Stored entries
————————
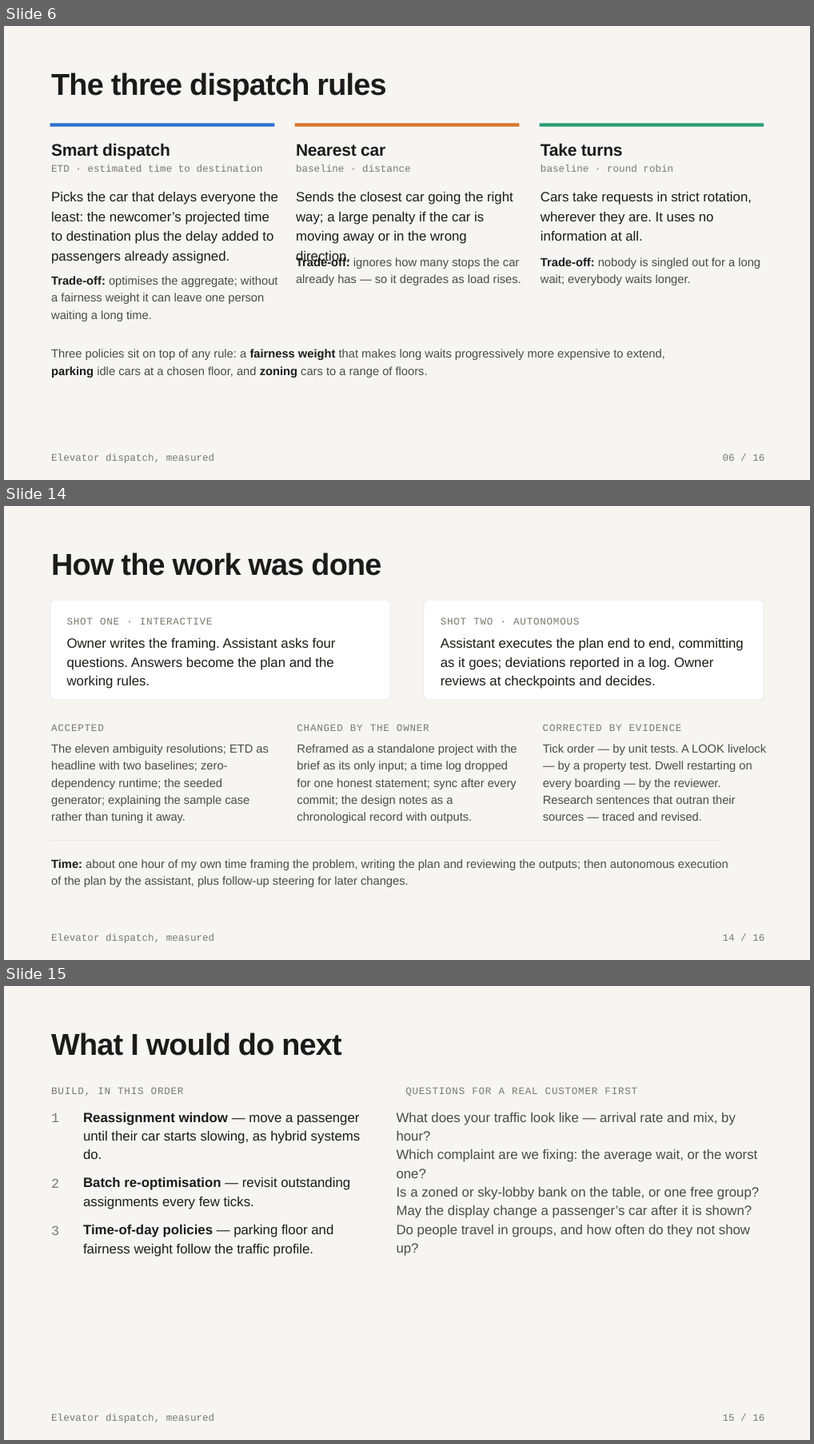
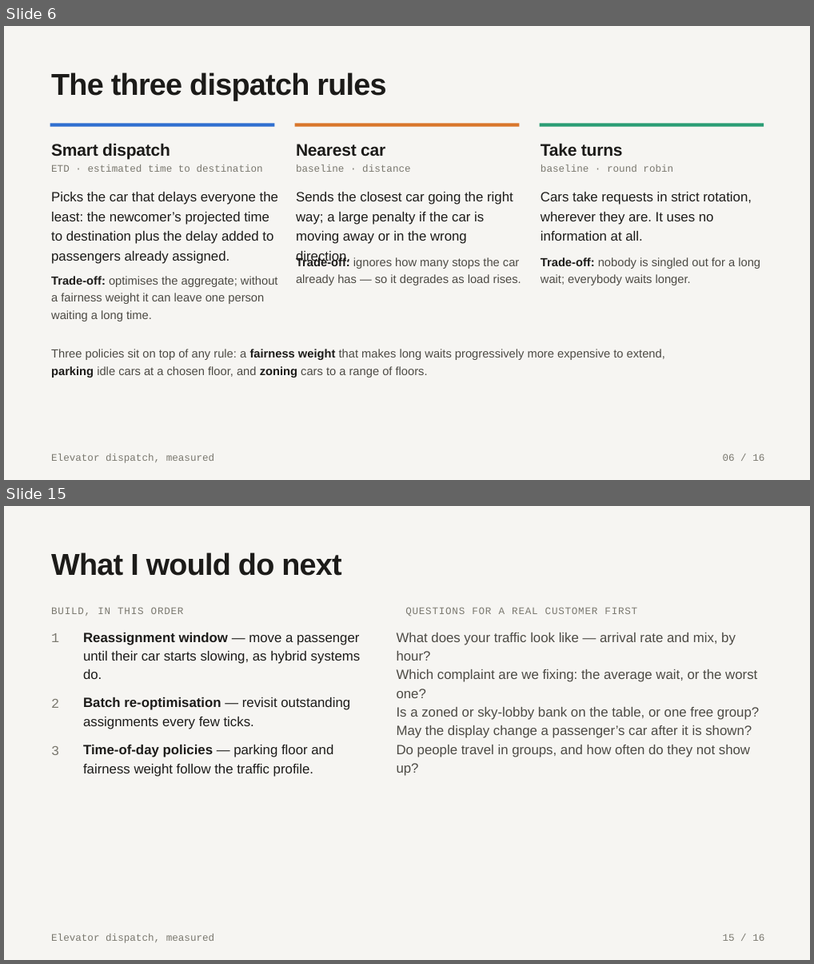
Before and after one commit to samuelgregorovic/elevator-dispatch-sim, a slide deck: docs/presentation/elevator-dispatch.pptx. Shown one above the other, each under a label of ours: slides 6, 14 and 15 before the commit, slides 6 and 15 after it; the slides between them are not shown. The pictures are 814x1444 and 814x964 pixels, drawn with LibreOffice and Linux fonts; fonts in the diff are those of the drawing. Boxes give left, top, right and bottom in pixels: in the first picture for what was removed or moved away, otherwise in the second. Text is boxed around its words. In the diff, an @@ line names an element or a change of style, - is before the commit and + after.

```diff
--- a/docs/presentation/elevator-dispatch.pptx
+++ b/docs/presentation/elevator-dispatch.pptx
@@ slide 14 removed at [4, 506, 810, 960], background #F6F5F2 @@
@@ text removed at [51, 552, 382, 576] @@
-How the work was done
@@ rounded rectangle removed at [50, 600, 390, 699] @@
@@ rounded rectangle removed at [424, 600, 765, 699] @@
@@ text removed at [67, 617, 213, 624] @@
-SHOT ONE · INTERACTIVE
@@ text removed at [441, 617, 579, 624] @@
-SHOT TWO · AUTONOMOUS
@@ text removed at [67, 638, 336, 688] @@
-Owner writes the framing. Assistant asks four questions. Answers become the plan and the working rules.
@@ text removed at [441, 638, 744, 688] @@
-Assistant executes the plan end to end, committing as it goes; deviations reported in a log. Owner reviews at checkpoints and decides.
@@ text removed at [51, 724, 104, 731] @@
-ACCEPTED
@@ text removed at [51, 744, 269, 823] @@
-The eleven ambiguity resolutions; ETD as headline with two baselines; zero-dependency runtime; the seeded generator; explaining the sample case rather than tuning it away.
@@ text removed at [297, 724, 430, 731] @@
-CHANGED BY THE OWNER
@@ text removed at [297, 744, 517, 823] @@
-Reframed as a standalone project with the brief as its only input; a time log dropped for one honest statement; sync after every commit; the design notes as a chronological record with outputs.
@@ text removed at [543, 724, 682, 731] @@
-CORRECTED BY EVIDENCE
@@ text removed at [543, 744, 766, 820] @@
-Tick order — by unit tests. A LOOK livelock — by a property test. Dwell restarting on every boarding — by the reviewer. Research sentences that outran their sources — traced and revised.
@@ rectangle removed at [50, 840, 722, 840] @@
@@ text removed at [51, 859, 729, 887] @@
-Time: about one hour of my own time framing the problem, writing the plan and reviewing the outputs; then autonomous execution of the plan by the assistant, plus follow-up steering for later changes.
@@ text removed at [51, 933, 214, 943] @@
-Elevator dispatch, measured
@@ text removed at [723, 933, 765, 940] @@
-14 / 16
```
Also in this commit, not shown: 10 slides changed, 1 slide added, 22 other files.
————————
The answer must consist of every line in the records above that contains the word "presentation".

* [RESULT BELOW]:
Before and after one commit to samuelgregorovic/elevator-dispatch-sim, a slide deck: docs/presentation/elevator-dispatch.pptx. Shown one above the other, each under a label of ours: slides 6, 14 and 15 before the commit, slides 6 and 15 after it; the slides between them are not shown. The pictures are 814x1444 and 814x964 pixels, drawn with LibreOffice and Linux fonts; fonts in the diff are those of the drawing. Boxes give left, top, right and bottom in pixels: in the first picture for what was removed or moved away, otherwise in the second. Text is boxed around its words. In the diff, an @@ line names an element or a change of style, - is before the commit and + after.
--- a/docs/presentation/elevator-dispatch.pptx
+++ b/docs/presentation/elevator-dispatch.pptx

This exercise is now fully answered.